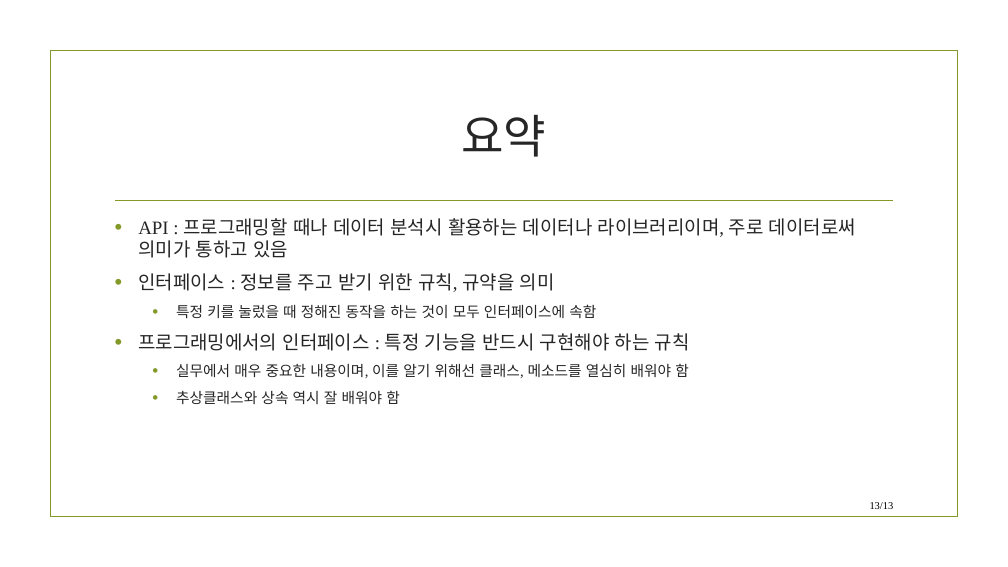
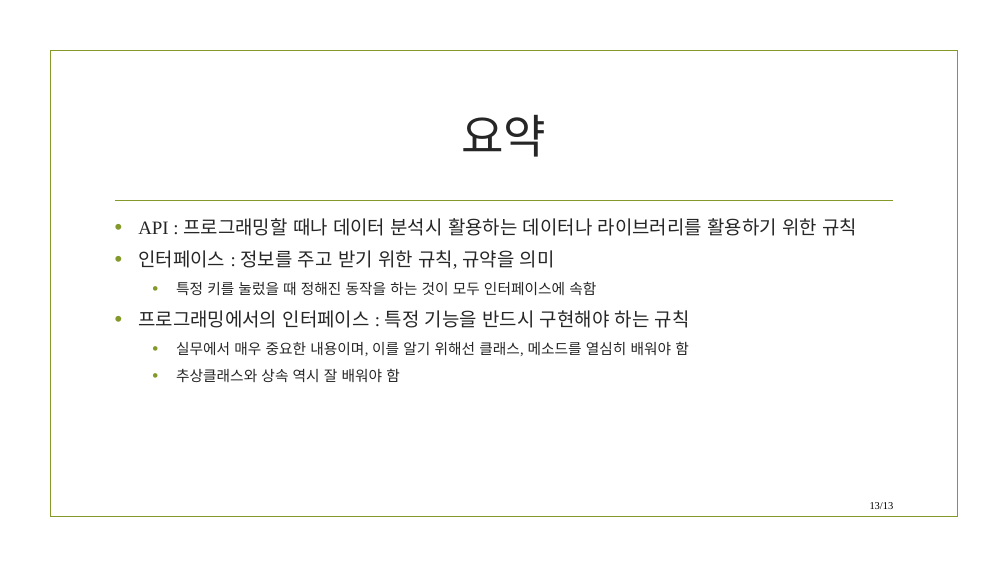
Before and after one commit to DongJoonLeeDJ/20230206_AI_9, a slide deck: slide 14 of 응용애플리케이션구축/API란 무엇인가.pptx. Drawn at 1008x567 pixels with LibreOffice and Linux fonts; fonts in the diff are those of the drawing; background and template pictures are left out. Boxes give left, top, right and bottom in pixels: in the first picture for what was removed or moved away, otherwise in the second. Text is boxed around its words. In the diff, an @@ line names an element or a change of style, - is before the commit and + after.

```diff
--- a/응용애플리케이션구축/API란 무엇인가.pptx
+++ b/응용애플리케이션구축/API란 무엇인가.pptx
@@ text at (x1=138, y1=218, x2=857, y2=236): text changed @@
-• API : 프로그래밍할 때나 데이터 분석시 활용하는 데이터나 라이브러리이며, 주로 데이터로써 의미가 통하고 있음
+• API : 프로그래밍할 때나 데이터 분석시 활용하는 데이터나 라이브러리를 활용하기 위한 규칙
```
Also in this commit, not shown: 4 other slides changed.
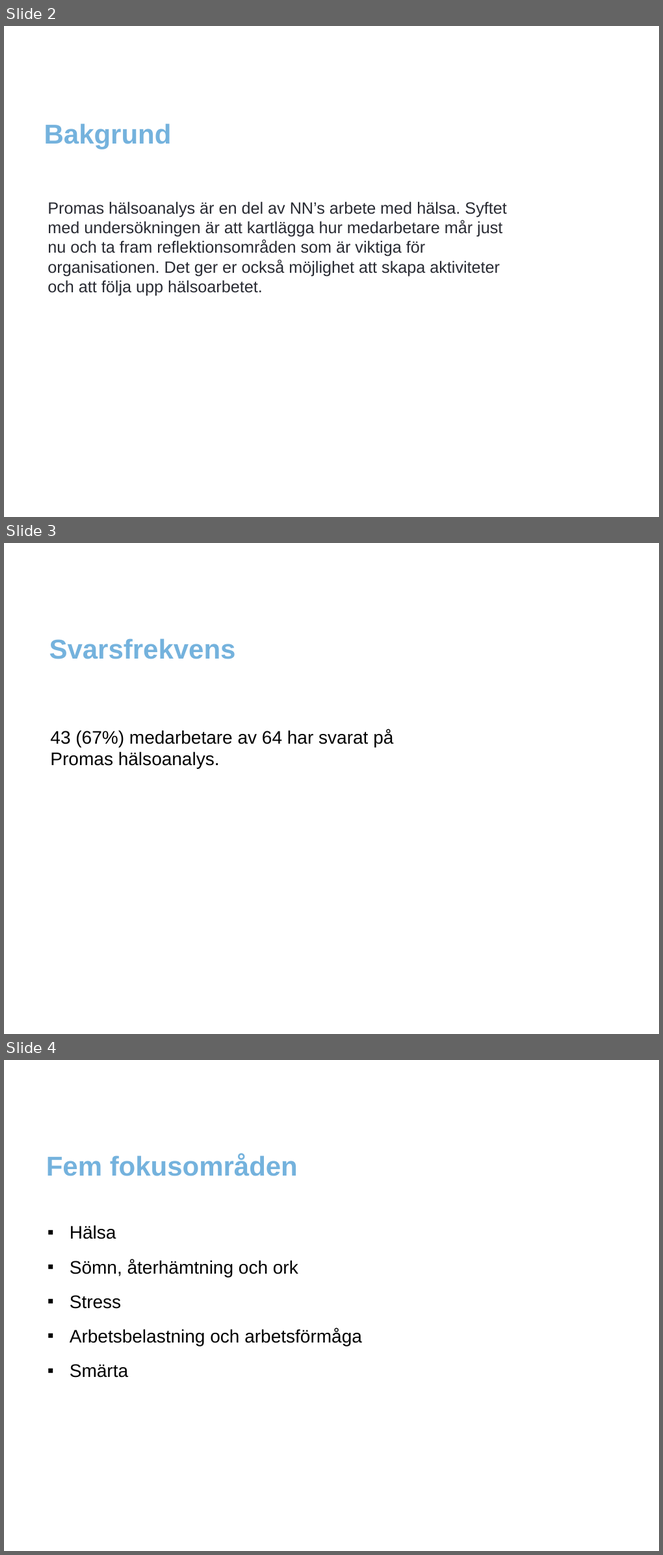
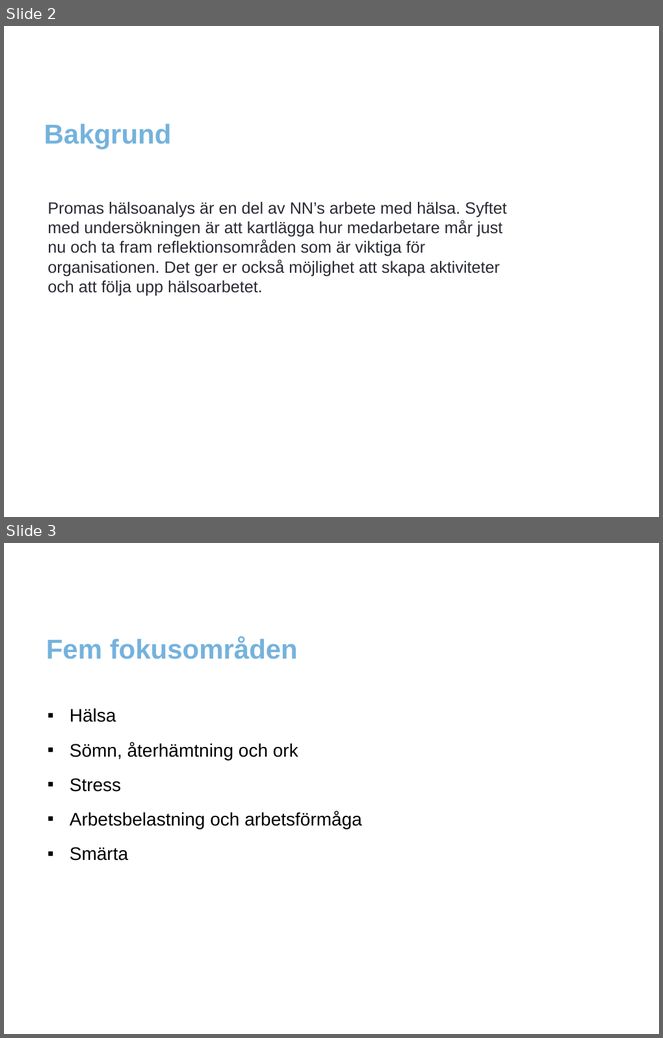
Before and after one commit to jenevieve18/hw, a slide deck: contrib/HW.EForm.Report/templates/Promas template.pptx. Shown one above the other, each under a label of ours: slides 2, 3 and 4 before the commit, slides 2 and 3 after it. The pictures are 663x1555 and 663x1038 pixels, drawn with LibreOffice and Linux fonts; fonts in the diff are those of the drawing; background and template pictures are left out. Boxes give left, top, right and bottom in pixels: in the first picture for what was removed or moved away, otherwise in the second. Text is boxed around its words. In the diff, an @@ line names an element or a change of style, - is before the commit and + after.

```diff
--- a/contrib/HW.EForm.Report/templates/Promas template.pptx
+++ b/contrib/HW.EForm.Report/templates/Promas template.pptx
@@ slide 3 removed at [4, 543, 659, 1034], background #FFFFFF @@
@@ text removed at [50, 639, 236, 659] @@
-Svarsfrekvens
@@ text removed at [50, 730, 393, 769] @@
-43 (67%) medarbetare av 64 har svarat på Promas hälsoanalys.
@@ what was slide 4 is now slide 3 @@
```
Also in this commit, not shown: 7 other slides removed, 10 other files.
───
All records above are to be printed exactly, minus the pictures they contain.

Result for this task:
Before and after one commit to DongJoonLeeDJ/20230206_AI_9, a slide deck: slide 14 of 응용애플리케이션구축/API란 무엇인가.pptx. Drawn at 1008x567 pixels with LibreOffice and Linux fonts; fonts in the diff are those of the drawing; background and template pictures are left out. Boxes give left, top, right and bottom in pixels: in the first picture for what was removed or moved away, otherwise in the second. Text is boxed around its words. In the diff, an @@ line names an element or a change of style, - is before the commit and + after.

```diff
--- a/응용애플리케이션구축/API란 무엇인가.pptx
+++ b/응용애플리케이션구축/API란 무엇인가.pptx
@@ text at (x1=138, y1=218, x2=857, y2=236): text changed @@
-• API : 프로그래밍할 때나 데이터 분석시 활용하는 데이터나 라이브러리이며, 주로 데이터로써 의미가 통하고 있음
+• API : 프로그래밍할 때나 데이터 분석시 활용하는 데이터나 라이브러리를 활용하기 위한 규칙
```
Also in this commit, not shown: 4 other slides changed.
Before and after one commit to jenevieve18/hw, a slide deck: contrib/HW.EForm.Report/templates/Promas template.pptx. Shown one above the other, each under a label of ours: slides 2, 3 and 4 before the commit, slides 2 and 3 after it. The pictures are 663x1555 and 663x1038 pixels, drawn with LibreOffice and Linux fonts; fonts in the diff are those of the drawing; background and template pictures are left out. Boxes give left, top, right and bottom in pixels: in the first picture for what was removed or moved away, otherwise in the second. Text is boxed around its words. In the diff, an @@ line names an element or a change of style, - is before the commit and + after.

```diff
--- a/contrib/HW.EForm.Report/templates/Promas template.pptx
+++ b/contrib/HW.EForm.Report/templates/Promas template.pptx
@@ slide 3 removed at [4, 543, 659, 1034], background #FFFFFF @@
@@ text removed at [50, 639, 236, 659] @@
-Svarsfrekvens
@@ text removed at [50, 730, 393, 769] @@
-43 (67%) medarbetare av 64 har svarat på Promas hälsoanalys.
@@ what was slide 4 is now slide 3 @@
```
Also in this commit, not shown: 7 other slides removed, 10 other files.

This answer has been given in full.